Using the listing below, report all lines holding the word "страны".

■ **WORKING DATA**:
----
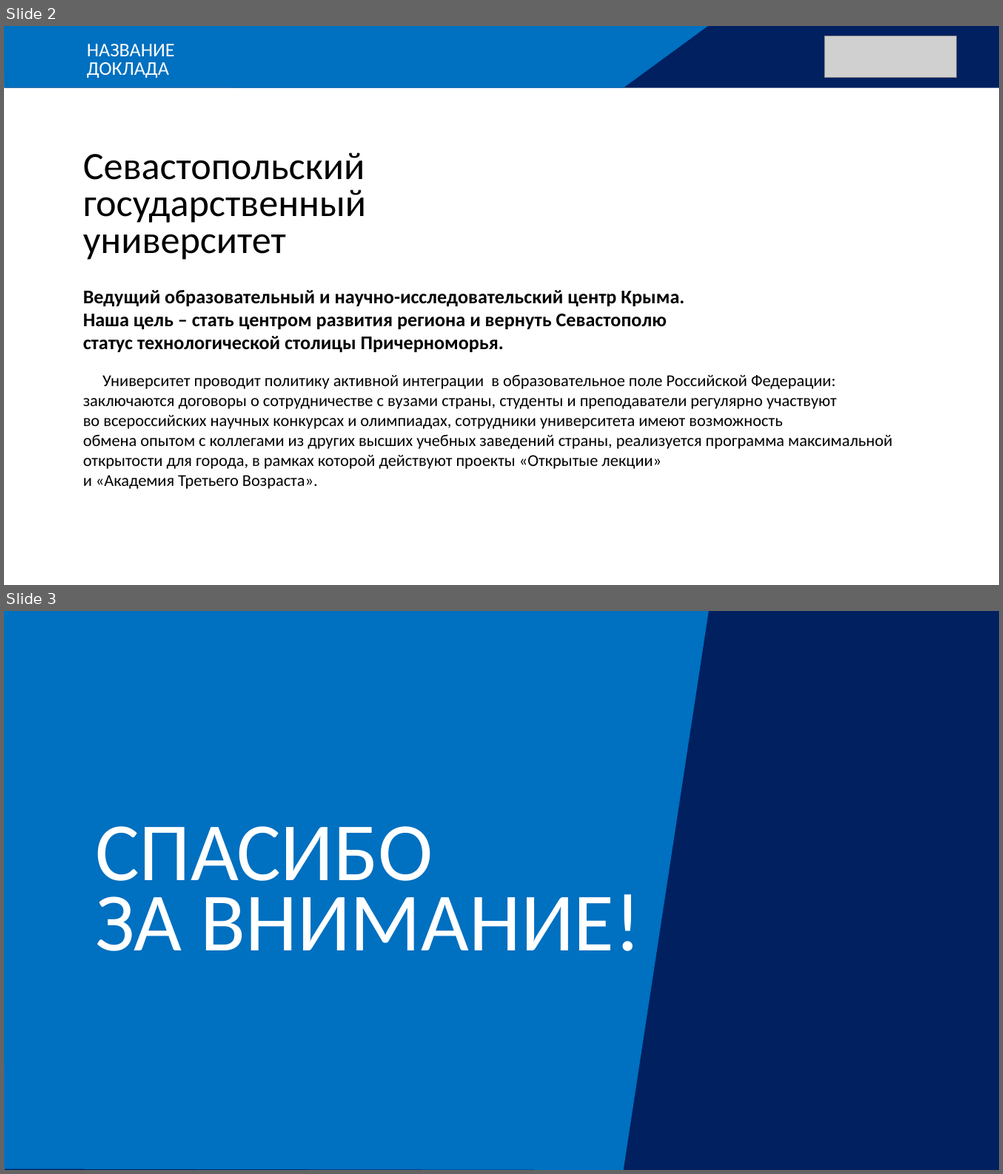
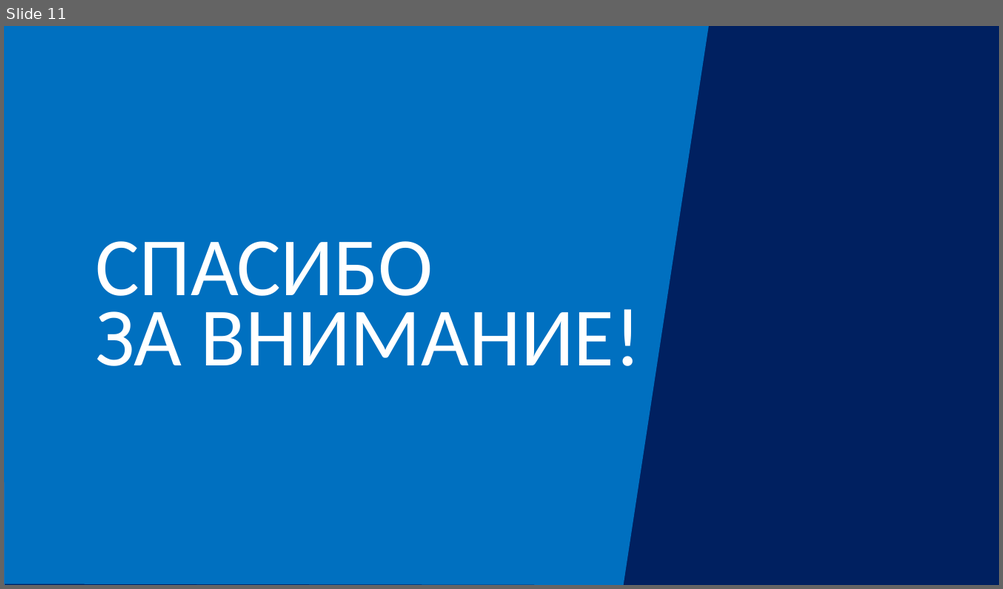
Before and after one commit to kostasmov/SevSU, a slide deck: 8 семестр/ПпЦП/Итоговая презентация.pptx. Shown one above the other, each under a label of ours: slides 2 and 3 before the commit, slide 11 after it. The pictures are 1003x1174 and 1003x589 pixels, drawn with LibreOffice and Linux fonts; fonts in the diff are those of the drawing; grey boxes stand for pictures. Boxes give left, top, right and bottom in pixels: in the first picture for what was removed or moved away, otherwise in the second. Text is boxed around its words. In the diff, an @@ line names an element or a change of style, - is before the commit and + after.

```diff
--- a/8 семестр/ПпЦП/Итоговая презентация.pptx
+++ b/8 семестр/ПпЦП/Итоговая презентация.pptx
@@ slide 2 removed at [4, 26, 999, 585], background #FFFFFF @@
@@ rectangle removed at [4, 26, 999, 87] @@
@@ freeform shape removed at [4, 26, 708, 87] @@
@@ text removed at [87, 44, 175, 78] @@
-НАЗВАНИЕ
-ДОКЛАДА
@@ picture removed at [825, 36, 956, 78] @@
@@ text removed at [83, 153, 892, 489] @@
-Севастопольский
-государственный
-университет
-Ведущий образовательный и научно-исследовательский центр Крыма.
-Наша цель – стать центром развития региона и вернуть Севастополю
-статус технологической столицы Причерноморья.
-Университет проводит политику активной интеграции в образовательное поле Российской Федерации: заключаются договоры о сотрудничестве с вузами страны, студенты и преподаватели регулярно участвуют
-во всероссийских научных конкурсах и олимпиадах, сотрудники университета имеют возможность
-обмена опытом с коллегами из других высших учебных заведений страны, реализуется программа максимальной открытости для города, в рамках которой действуют проекты «Открытые лекции»
-и «Академия Третьего Возраста».
@@ what was slide 3 is now slide 11 @@
```
Also in this commit, not shown: 1 slide changed, 9 slides added, 31 other files.
----
■ **ANSWER SECTION**:
-Университет проводит политику активной интеграции в образовательное поле Российской Федерации: заключаются договоры о сотрудничестве с вузами страны, студенты и преподаватели регулярно участвуют
-обмена опытом с коллегами из других высших учебных заведений страны, реализуется программа максимальной открытости для города, в рамках которой действуют проекты «Открытые лекции»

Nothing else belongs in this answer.